• [Exercise] Filter the records below down to lines containing "arms".

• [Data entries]
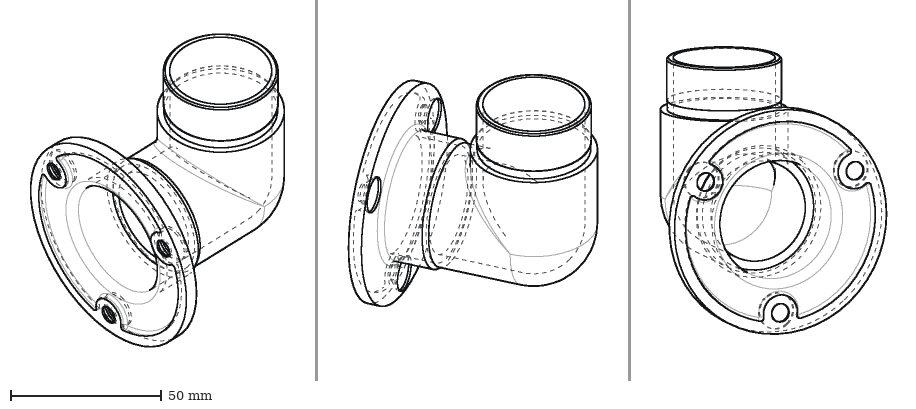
import cadquery as cq
import math

overall_height = 84.5
overall_depth = 72.4

elbow_radius = 21.2
bore_radius = 17.0
crotch_fillet = 2.0

flange_radius = 76.0 / 2
flange_thickness = 4.65
flange_face = overall_depth - elbow_radius
flange_back = flange_face - flange_thickness
collar_radius = 22.3
collar_start = 29.2
collar_taper = 1.9
collar_fillet = 1.9

spigot_top = overall_height - flange_radius
shoulder_height = 29.0
spigot_radius = 38.3 / 2
relief_radius = 37.9 / 2
relief_length = 3.1
spigot_chamfer = 0.6

socket_radius = 40.0 / 2
socket_bottom = 30.7
socket_mouth_fillet = 2.95

recess_radius = 34.0
recess_depth = 1.95
recess_floor_fillet = 1.0
recess_corner_radius = 1.1
pad_radius = 6.1

hole_radius = 6.2 / 2
hole_land = 0.8
countersink_radius = 6.1
countersink_depth = countersink_radius - hole_radius
hole_circle_radius = 30.85
hole_angles = (30, 150, 270)


def rod_along_arm(radius, start, end):
    """Cylinder on the -Y axis between two distances from the origin."""
    return cq.Workplane("XZ").workplane(offset=start).circle(radius).extrude(end - start)


def elbow_solid(radius, up, out):
    """Two crossing round arms with a spherical heel."""
    upright = cq.Workplane("XY").circle(radius).extrude(up)
    return upright.union(rod_along_arm(radius, 0, out)).union(cq.Workplane("XY").sphere(radius))


def outer_elbow():
    """Solid elbow with the inside corner between the arms rounded."""
    elbow = elbow_solid(elbow_radius, shoulder_height, flange_back)
    inside_corner = cq.selectors.NearestToPointSelector((0, -elbow_radius, elbow_radius))
    return elbow.edges(inside_corner).fillet(crotch_fillet)


def spigot():
    """Reduced tube end: a short relief neck, then a sleeve with a chamfered tip."""
    relief = cq.Workplane("XY").workplane(offset=shoulder_height)
    relief = relief.circle(relief_radius).extrude(relief_length)
    sleeve_start = shoulder_height + relief_length
    sleeve = cq.Workplane("XY").workplane(offset=sleeve_start).circle(spigot_radius)
    sleeve = sleeve.extrude(spigot_top - sleeve_start).faces(">Z").edges().chamfer(spigot_chamfer)
    return relief.union(sleeve)


def arc_middle(radius):
    """Distance of a quarter-round's middle point from each of the two faces it joins."""
    return radius * (1 - math.sqrt(0.5))


def collar_and_flange():
    """Profile of radius against -Y distance, turned about the Y axis."""
    fillet_edge = collar_radius + collar_fillet
    fillet_mid = arc_middle(collar_fillet)
    profile = (
        cq.Workplane("XY")
        .moveTo(0, -collar_start)
        .lineTo(elbow_radius, -collar_start)
        .lineTo(collar_radius, -collar_start - collar_taper)
        .lineTo(collar_radius, -flange_back + collar_fillet)
        .threePointArc((collar_radius + fillet_mid, -flange_back + fillet_mid), (fillet_edge, -flange_back))
        .lineTo(flange_radius, -flange_back)
        .lineTo(flange_radius, -flange_face)
        .lineTo(0, -flange_face)
        .close()
    )
    return profile.revolve(360, (0, 0, 0), (0, 1, 0))


def hole_positions():
    """X and Z places of the screw holes on their circle."""
    angles = [math.radians(angle) for angle in hole_angles]
    return [(hole_circle_radius * math.cos(a), hole_circle_radius * math.sin(a)) for a in angles]


def recess():
    """Shallow pocket around the socket, scalloped by the pads and rounded at its floor."""
    floor = flange_face - recess_depth
    pocket = rod_along_arm(recess_radius, floor, flange_face)
    pads = (
        cq.Workplane("XZ")
        .workplane(offset=floor)
        .pushPoints(hole_positions())
        .circle(pad_radius)
        .extrude(recess_depth)
    )
    pocket = pocket.cut(pads).edges("|Y").fillet(recess_corner_radius)
    return pocket.faces(">Y").edges().fillet(recess_floor_fillet)


def socket():
    """Bore for the tube, flared at the recess floor by a rounded mouth."""
    floor = flange_face - recess_depth
    mid = arc_middle(socket_mouth_fillet)
    profile = (
        cq.Workplane("XY")
        .moveTo(0, -socket_bottom)
        .lineTo(socket_radius, -socket_bottom)
        .lineTo(socket_radius, -floor + socket_mouth_fillet)
        .threePointArc((socket_radius + mid, -floor + mid), (socket_radius + socket_mouth_fillet, -floor))
        .lineTo(0, -floor)
        .close()
    )
    return profile.revolve(360, (0, 0, 0), (0, 1, 0))


def screw_holes():
    """Short straight hole, 45 degree cone, then a straight stretch out to the flange back."""
    cone_start = flange_face - hole_land
    cone_end = cone_start - countersink_depth
    profile = (
        cq.Workplane("XY")
        .moveTo(0, -flange_face)
        .lineTo(hole_radius, -flange_face)
        .lineTo(hole_radius, -cone_start)
        .lineTo(countersink_radius, -cone_end)
        .lineTo(countersink_radius, -flange_back)
        .lineTo(0, -flange_back)
        .close()
    )
    hole = profile.revolve(360, (0, 0, 0), (0, 1, 0))
    holes = cq.Workplane("XY")
    for x, z in hole_positions():
        holes = holes.add(hole.translate((x, 0, z)))
    return holes.combine()


result = (
    outer_elbow()
    .union(spigot())
    .union(collar_and_flange())
    .cut(elbow_solid(bore_radius, spigot_top, flange_face))
    .cut(socket())
    .cut(recess())
    .cut(screw_holes())
)
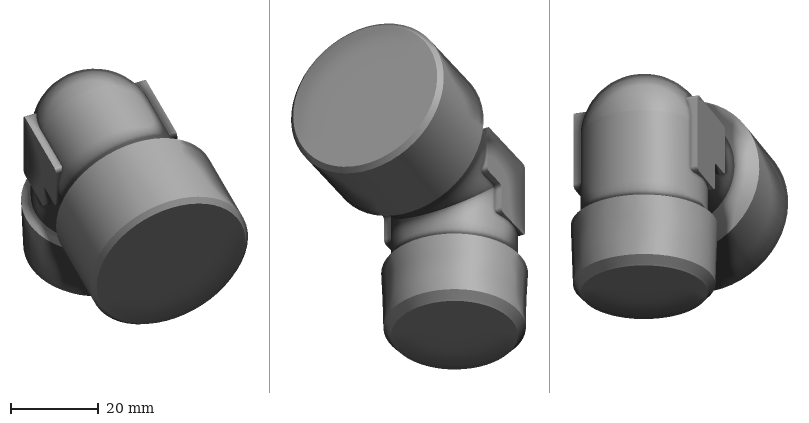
import cadquery as cq

tube_radius = 14.5

socket_radius = 19.5
socket_end = 45.0
socket_cone_start = 20.95
socket_cone_end = 23.85
socket_chamfer = 1.1

male_bottom = -38.95
male_top_radius = 16.75
male_bottom_radius = 16.25
shoulder_bottom = -22.15
shoulder_step = -21.5
shoulder_step_radius = 15.25
shoulder_top = -21.0
male_chamfer_top = -36.9
tip_chamfer_top = -38.6
tip_chamfer_radius = 14.75
tip_radius = 14.45

pad_half_width = 6.0
pad_reach = 13.0
pad_outer_face = 15.0
pad_corner_radius = 1.0


def make_socket_branch():
    """Horizontal tube with its conical flare and chamfered socket."""
    profile = [
        (0, 0),
        (0, tube_radius),
        (socket_cone_start, tube_radius),
        (socket_cone_end, socket_radius),
        (socket_end - socket_chamfer, socket_radius),
        (socket_end, socket_radius - socket_chamfer),
        (socket_end, 0),
    ]
    return cq.Workplane("XZ").polyline(profile).close().revolve(360, (0, 0), (1, 0))


def make_male_branch():
    """Vertical tube with its stepped shoulder, tapered end and tip chamfers."""
    profile = [
        (0, 0),
        (tube_radius, 0),
        (tube_radius, shoulder_top),
        (shoulder_step_radius, shoulder_step),
        (male_top_radius, shoulder_bottom),
        (male_bottom_radius, male_chamfer_top),
        (tip_chamfer_radius, tip_chamfer_top),
        (tip_radius, male_bottom),
        (0, male_bottom),
    ]
    return cq.Workplane("XZ").polyline(profile).close().revolve(360, (0, 0), (0, 1))


def make_elbow():
    """Both branches joined by a ball that rounds the outside of the bend."""
    ball = cq.Workplane("XY").sphere(tube_radius)
    return make_socket_branch().union(make_male_branch()).union(ball)


def make_pad(side, elbow):
    """Flat L-shaped pad seated on the elbow, on the +Y (1) or -Y (-1) side."""
    outline = [
        (-pad_half_width, pad_half_width),
        (pad_reach, pad_half_width),
        (pad_reach, -pad_half_width),
        (pad_half_width, -pad_half_width),
        (pad_half_width, -pad_reach),
        (-pad_half_width, -pad_reach),
    ]
    block = cq.Workplane("XZ").polyline(outline).close().extrude(-side * pad_outer_face)
    return block.edges("|Y").fillet(pad_corner_radius).cut(elbow)


elbow = make_elbow()
pads = [make_pad(side, elbow) for side in (-1, 1)]

result = cq.Compound.makeCompound([elbow.solids().val(), *[pad.solids().val() for pad in pads]])
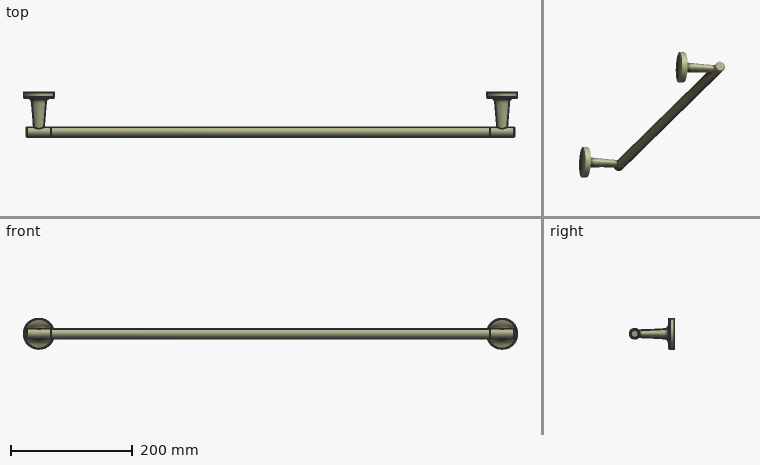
import cadquery as cq

post_spacing = 759.4
wall_to_bar_front = 73.2

rosette_diameter = 50.0
rosette_thickness = 9.5
rosette_bevel_depth = 2.5
rosette_bevel_inset = 1.0

bar_diameter = 16.5
bar_overhang = 21.0
end_chamfer = 2.0
joint_inset = 20.0
joint_groove_width = 0.5
joint_groove_depth = 0.5

post_root_width = 25.0
post_root_height = 17.0
post_middle_width = 20.0
post_middle_height = 13.5
post_tip_width = 16.0
post_tip_height = 12.0
root_fillet = 6.0

post_x = post_spacing / 2
bar_axis_y = bar_diameter / 2 - wall_to_bar_front
bar_half_length = post_x + bar_overhang
joint_x = post_x - joint_inset
rosette_front_y = -rosette_thickness
post_middle_y = (rosette_front_y + bar_axis_y) / 2


def cylinder_along_x(start_x, length, diameter):
    """Solid cylinder on the bar axis."""
    plane = cq.Plane(origin=(start_x, bar_axis_y, 0), xDir=(0, 1, 0), normal=(1, 0, 0))
    return cq.Workplane(plane).circle(diameter / 2).extrude(length)


def make_bar():
    """Bar with chamfered ends and a shallow groove where each end sleeve begins."""
    bar = cylinder_along_x(-bar_half_length, 2 * bar_half_length, bar_diameter)
    bar = bar.faces("<X or >X").chamfer(end_chamfer)
    core_diameter = bar_diameter - 2 * joint_groove_depth
    for x in (-joint_x, joint_x):
        start_x = x - joint_groove_width / 2
        ring = cylinder_along_x(start_x, joint_groove_width, bar_diameter)
        core = cylinder_along_x(start_x, joint_groove_width, core_diameter)
        bar = bar.cut(ring.cut(core))
    return bar


def facing_front(x, y):
    """Workplane parallel to the wall whose normal points away from the wall."""
    return cq.Workplane(cq.Plane(origin=(x, y, 0), xDir=(1, 0, 0), normal=(0, -1, 0)))


def make_rosette(x):
    """Round wall plate whose front rim is beveled, deeper along Y than across the radius."""
    rim_radius = rosette_diameter / 2
    front_radius = rim_radius - rosette_bevel_inset
    bevel_start = rosette_thickness - rosette_bevel_depth
    rim = facing_front(x, 0).circle(rim_radius).extrude(bevel_start)
    bevel = (
        facing_front(x, -bevel_start)
        .circle(rim_radius)
        .workplane(offset=rosette_bevel_depth)
        .circle(front_radius)
        .loft(combine=True)
    )
    return rim.union(bevel)


def make_post(x):
    """Oval post lofted smoothly from the rosette to the bar axis."""
    return (
        facing_front(x, rosette_front_y)
        .ellipse(post_root_width / 2, post_root_height / 2)
        .workplane(offset=rosette_front_y - post_middle_y)
        .ellipse(post_middle_width / 2, post_middle_height / 2)
        .workplane(offset=post_middle_y - bar_axis_y)
        .ellipse(post_tip_width / 2, post_tip_height / 2)
        .loft(combine=True)
    )


def make_support(x):
    """Wall rosette and its post, blended by a fillet at the post root."""
    support = make_rosette(x).union(make_post(x))
    around_post_root = cq.selectors.BoxSelector(
        (x - post_root_width, rosette_front_y - root_fillet / 2, -post_root_height),
        (x + post_root_width, rosette_front_y + root_fillet / 2, post_root_height),
        boundingbox=True,
    )
    return support.edges(around_post_root).fillet(root_fillet)


result = make_bar()
for support_x in (-post_x, post_x):
    result = result.union(make_support(support_x))

• [Written solution]
    """Two crossing round arms with a spherical heel."""
    """Solid elbow with the inside corner between the arms rounded."""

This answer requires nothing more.